**Exercise materials:**
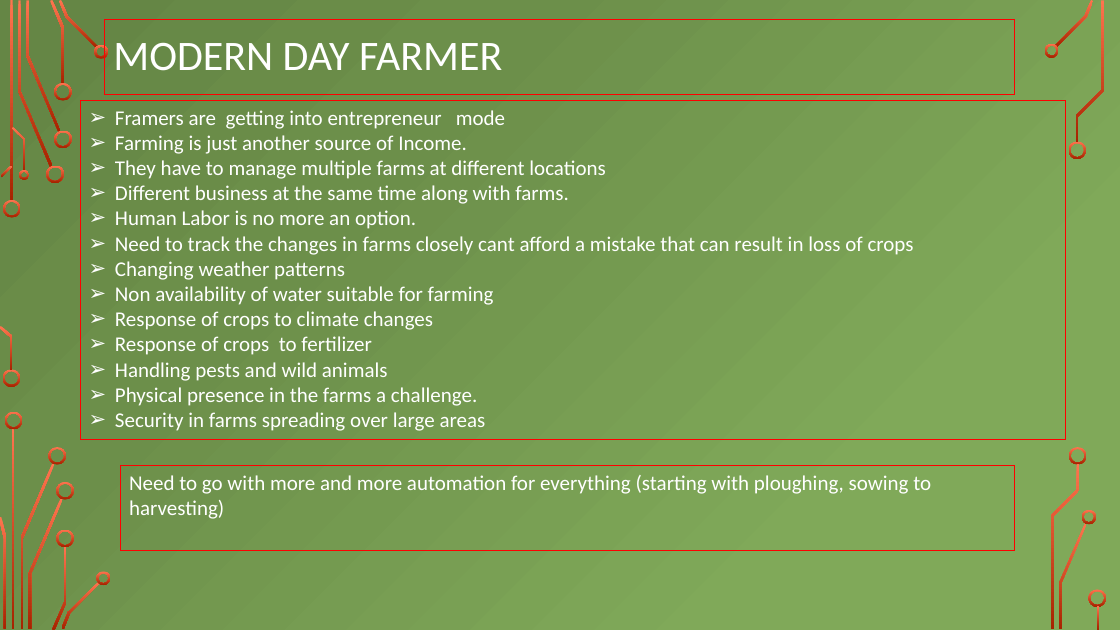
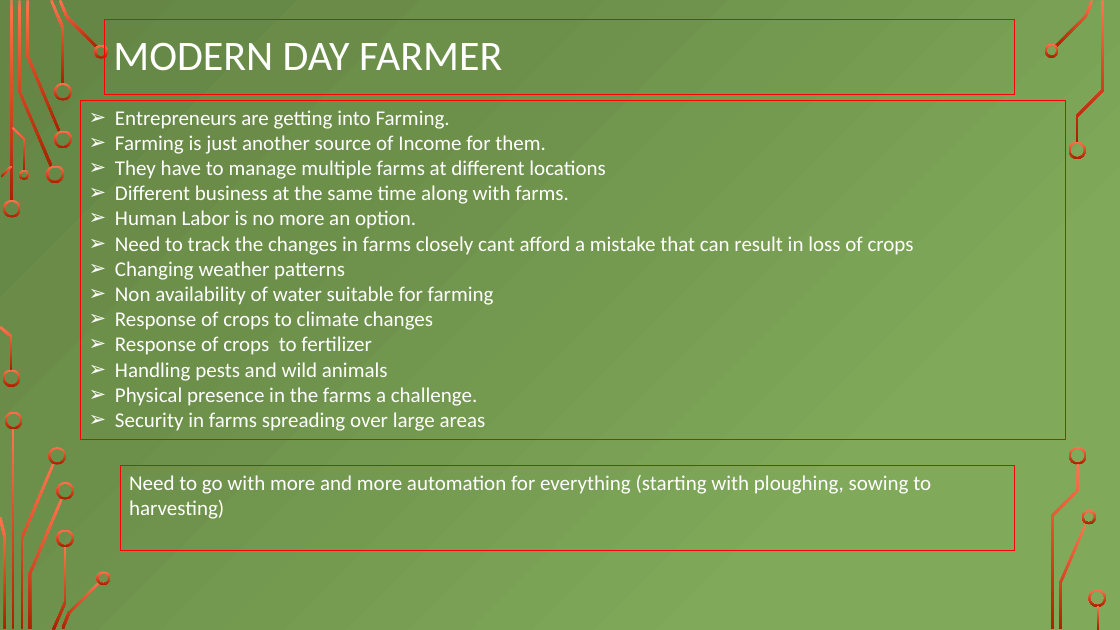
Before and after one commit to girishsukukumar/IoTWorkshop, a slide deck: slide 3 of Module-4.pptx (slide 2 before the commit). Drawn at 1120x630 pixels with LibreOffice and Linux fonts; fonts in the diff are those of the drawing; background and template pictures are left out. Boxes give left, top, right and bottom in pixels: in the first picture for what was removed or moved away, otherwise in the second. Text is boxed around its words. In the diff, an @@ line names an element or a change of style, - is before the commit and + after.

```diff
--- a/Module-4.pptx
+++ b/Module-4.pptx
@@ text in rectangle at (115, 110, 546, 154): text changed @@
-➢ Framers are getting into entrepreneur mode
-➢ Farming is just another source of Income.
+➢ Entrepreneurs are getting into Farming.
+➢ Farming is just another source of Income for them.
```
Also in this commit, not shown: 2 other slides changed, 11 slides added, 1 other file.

**What you have to do:** Find the word "another" in the entries. Copy each line that holds it.

**Output for this task:**
-➢ Farming is just another source of Income.
+➢ Farming is just another source of Income for them.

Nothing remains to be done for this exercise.